The advantages and the outstanding effects of the invention are embodied in the following aspects:
1. compared with the existing single-walled carbon nanotube film forming and transferring method, the continuous preparation and transfer technology of the single-walled carbon nanotube film can realize the uniform and continuous preparation and transfer of the large-area single-walled carbon nanotube film under the conditions of normal pressure and room temperature. The existing single-walled carbon nanotube film preparation and transfer method is characterized in that: the preparation and transfer of the single-walled carbon nanotube film are discontinuous, the film forming area is small, the yield is low, and the large-scale application is difficult. The preparation and transfer technology of the single-walled carbon nanotube film, which is related by the invention, is characterized in that: based on a gas-phase suction filtration film-forming technology, the single-walled carbon nanotubes synthesized by the floating catalyst chemical vapor deposition method are uniformly and continuously deposited on the microporous filter membrane, and the film-forming area of the single-walled carbon nanotube film is large; the single-walled carbon nanotube film on the microporous filter membrane is completely and continuously transferred to the flexible plastic substrate by a pair of rollers which are arranged in parallel and run oppositely, and the transferred microporous filter membrane can be used for the secondary deposition and transfer of the single-walled carbon nanotube film.

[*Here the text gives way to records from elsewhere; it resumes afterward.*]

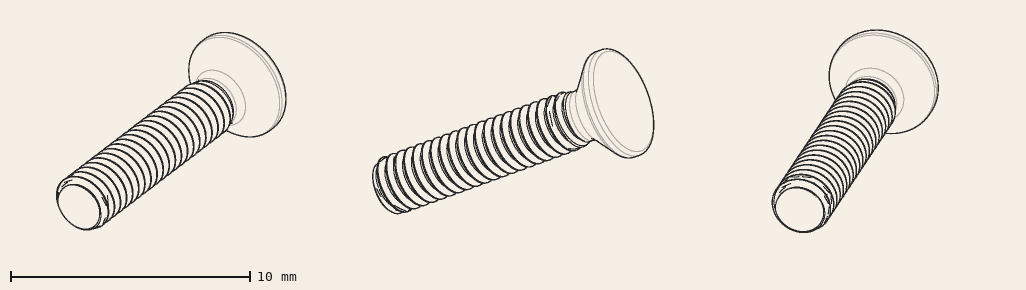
import cadquery as cq
import math

LENGTH = 12.0
THREAD_RADIUS = 2.5 / 2
PITCH = 0.45

HEAD_RADIUS = 4.7 / 2
RIM_HEIGHT = 0.47
RIM_FILLET = 0.15
CONE_HALF_ANGLE = 45.0

NECK_RADIUS = 1.104
NECK_FILLET = 0.6
NECK_END_DEPTH = 2.175

FLANK_HALF_ANGLE = 30.0
CREST_FLAT = PITCH / 8
ROOT_RADIUS = 0.98
RIDGE_OVERLAP = 0.03
CREST_DEPTH_AT_X = 2.625
LEAD_IN_LENGTH = 0.44
TIP_CHAMFER = 0.18
ENVELOPE_CLEARANCE = 0.1

neck_start_depth = RIM_HEIGHT + (HEAD_RADIUS - NECK_RADIUS) / math.tan(math.radians(CONE_HALF_ANGLE))


def revolve_outline(points):
    """Turn (radius, depth) points about the Z axis, with depth running toward -Z."""
    outline = [(radius, -depth) for radius, depth in points]
    return cq.Workplane("XZ").polyline(outline).close().revolve(360, (0, 0), (0, 1))


def fillet_circle(body, depth, radius, fillet_radius):
    """Round the circular edge of the given radius at the given depth."""
    margin = 0.01
    reach = radius + margin
    box = cq.selectors.BoxSelector((-reach, -reach, -depth - margin), (reach, reach, -depth + margin), True)
    return body.edges("%CIRCLE").edges(box).fillet(fillet_radius)


def make_body():
    """Head, neck and the thread's root cylinder."""
    body = revolve_outline([
        (0, 0),
        (HEAD_RADIUS, 0),
        (HEAD_RADIUS, RIM_HEIGHT),
        (NECK_RADIUS, neck_start_depth),
        (NECK_RADIUS, NECK_END_DEPTH),
        (ROOT_RADIUS, NECK_END_DEPTH),
        (ROOT_RADIUS, LENGTH),
        (0, LENGTH),
    ])
    body = fillet_circle(body, neck_start_depth, NECK_RADIUS, NECK_FILLET)
    body = fillet_circle(body, 0, HEAD_RADIUS, RIM_FILLET)
    return fillet_circle(body, RIM_HEIGHT, HEAD_RADIUS, RIM_FILLET)


def make_thread_envelope():
    """Outer limit of the thread: a cone at the lead-in, a chamfer at the tip, clear of the crests between."""
    lead_in_slope = (THREAD_RADIUS - NECK_RADIUS) / LEAD_IN_LENGTH
    outer_radius = THREAD_RADIUS + ENVELOPE_CLEARANCE
    return revolve_outline([
        (0, NECK_END_DEPTH),
        (NECK_RADIUS, NECK_END_DEPTH),
        (outer_radius, NECK_END_DEPTH + (outer_radius - NECK_RADIUS) / lead_in_slope),
        (outer_radius, LENGTH - TIP_CHAMFER - ENVELOPE_CLEARANCE),
        (THREAD_RADIUS - TIP_CHAMFER, LENGTH),
        (0, LENGTH),
    ])


def make_thread_ridge():
    """Right-hand helical ridge that runs past both ends of the threaded shank."""
    flank_slope = math.tan(math.radians(FLANK_HALF_ANGLE))
    inner_radius = ROOT_RADIUS - RIDGE_OVERLAP
    crest_half_width = CREST_FLAT / 2
    base_half_width = crest_half_width + (THREAD_RADIUS - inner_radius) * flank_slope

    turns_below = math.ceil((LENGTH + base_half_width - CREST_DEPTH_AT_X) / PITCH)
    turns_above = math.ceil((CREST_DEPTH_AT_X + base_half_width - NECK_END_DEPTH) / PITCH)
    start_depth = CREST_DEPTH_AT_X + turns_below * PITCH
    helix_height = (turns_below + turns_above) * PITCH

    helix = cq.Wire.makeHelix(PITCH, helix_height, inner_radius)
    ridge = (
        cq.Workplane("XZ")
        .polyline([
            (inner_radius, -base_half_width),
            (THREAD_RADIUS, -crest_half_width),
            (THREAD_RADIUS, crest_half_width),
            (inner_radius, base_half_width),
        ])
        .close()
        .sweep(cq.Workplane(helix), isFrenet=True)
    )
    return ridge.translate((0, 0, -start_depth))


thread = make_thread_ridge().intersect(make_thread_envelope())
screw = make_body().union(thread)

result = screw.rotate((0, 0, 0), (1, 0, 0), -90)

2. The invention designs a roll-to-roll continuous transfer device of the single-walled carbon nanotube film under the conditions of normal pressure and room temperature, and realizes the complete, uniform and continuous transfer of the single-walled carbon nanotube film from the microporous filter membrane to the flexible plastic substrate by controlling the pressure and the running speed of the roller, thereby obtaining the large-area, uniform and continuous single-walled carbon nanotube film which can be widely applied to the field of flexible and transparent photoelectric devices.
Drawings
FIG. 1 is a schematic diagram of the continuous preparation and transfer of single-walled carbon nanotube films. In the figure, 1, a floating catalyst chemical vapor deposition tube furnace; 2. the single-walled carbon nanotube flows along with the carrier gas; 3. a microporous filtration membrane; 4. a single-walled carbon nanotube film; 5. pumping and filtering the chamber; 6. an air exhaust port; 7. a roll of flexible plastic substrate; 8. a flexible plastic substrate; 9. and (3) a roller.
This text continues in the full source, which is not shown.